[Task directions]
Please find all lines containing "Nacos" in the listing below and copy them.

[Records for this task]

::::::::

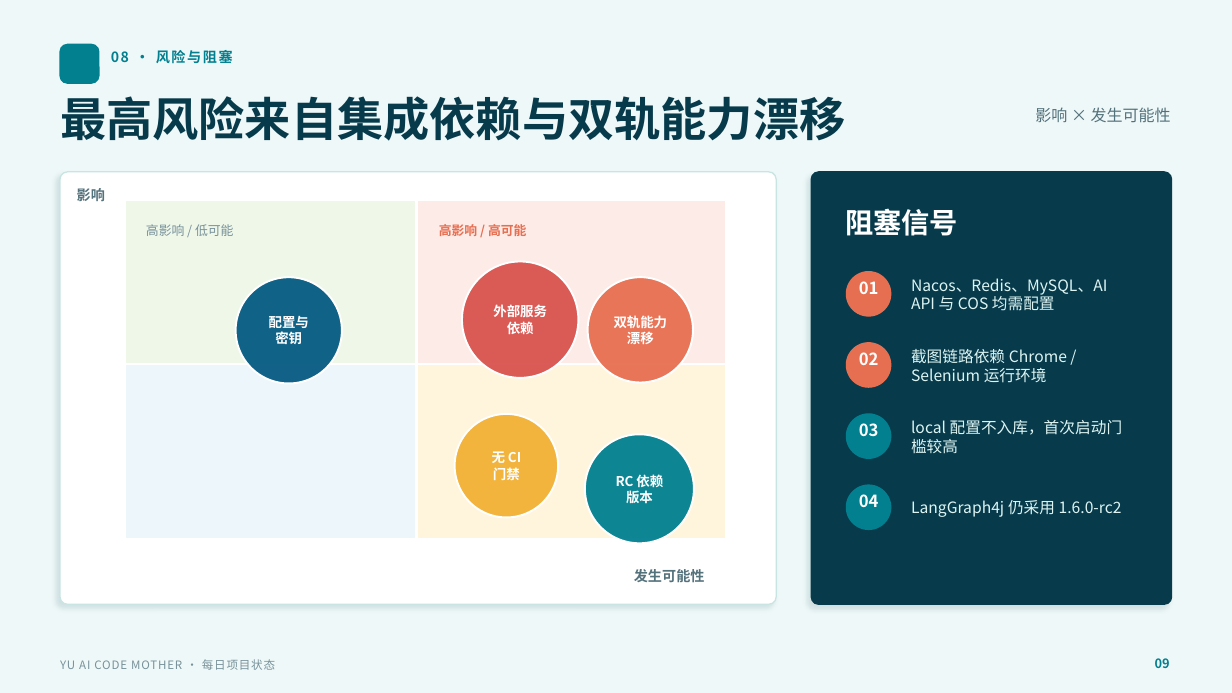
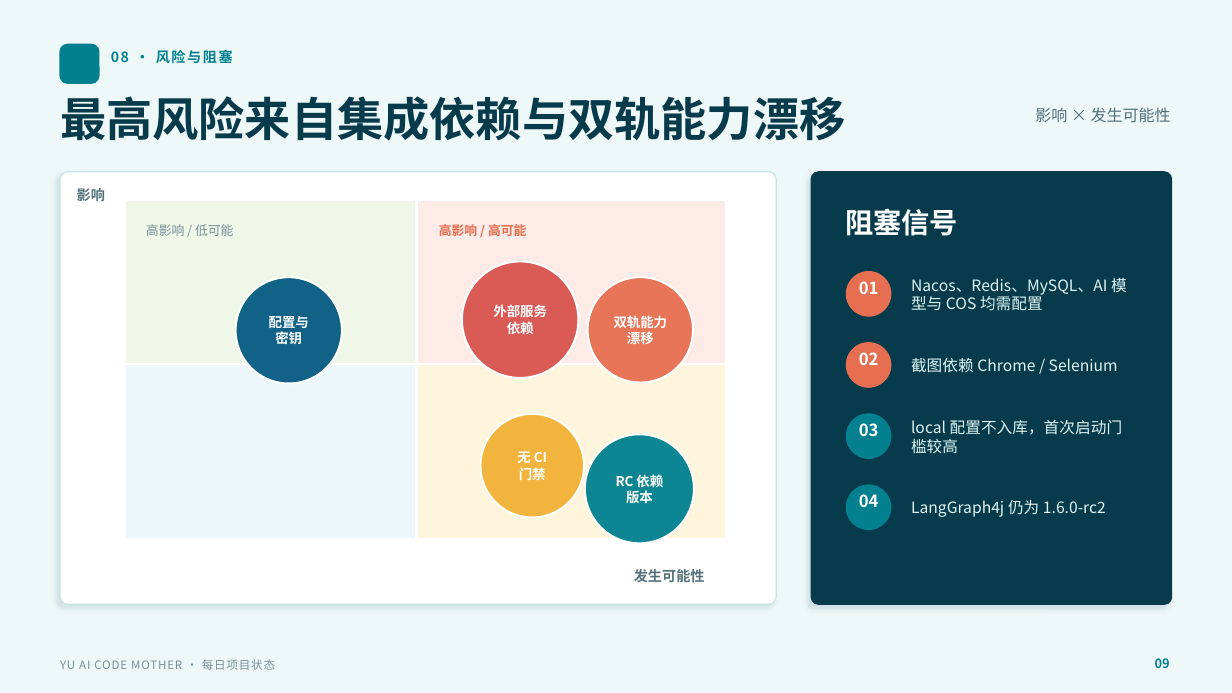
Before and after one commit to liyupi/yu-ai-code-mother, a slide deck: slide 9 of docs/reports/project-status-2026-07-20.pptx. Drawn at 1232x693 pixels with LibreOffice and Linux fonts; fonts in the diff are those of the drawing. Boxes give left, top, right and bottom in pixels: in the first picture for what was removed or moved away, otherwise in the second. Text is boxed around its words. In the diff, an @@ line names an element or a change of style, - is before the commit and + after.

```diff
--- a/docs/reports/project-status-2026-07-20.pptx
+++ b/docs/reports/project-status-2026-07-20.pptx
@@ text at [911,278,1127,311]: text changed @@
-Nacos、Redis、MySQL、AI API 与 COS 均需配置
+Nacos、Redis、MySQL、AI 模型与 COS 均需配置
@@ text at [911,358,1118,373]: text changed @@
-截图链路依赖 Chrome / Selenium 运行环境
+截图依赖 Chrome / Selenium
@@ ellipse: place and size @@
-ellipse at [455,414,558,518]
+ellipse at [481,414,584,518]
@@ text "无 CI": place and size @@
-text "无 CI" at [492,451,521,480]
+text "无 CI" at [517,451,547,480]
@@ text at [911,500,1106,517]: text changed @@
-LangGraph4j 仍采用 1.6.0-rc2
+LangGraph4j 仍为 1.6.0-rc2
```
Also in this commit, not shown: 4 other slides changed.

::::::::

[Solution below]
-Nacos、Redis、MySQL、AI API 与 COS 均需配置
+Nacos、Redis、MySQL、AI 模型与 COS 均需配置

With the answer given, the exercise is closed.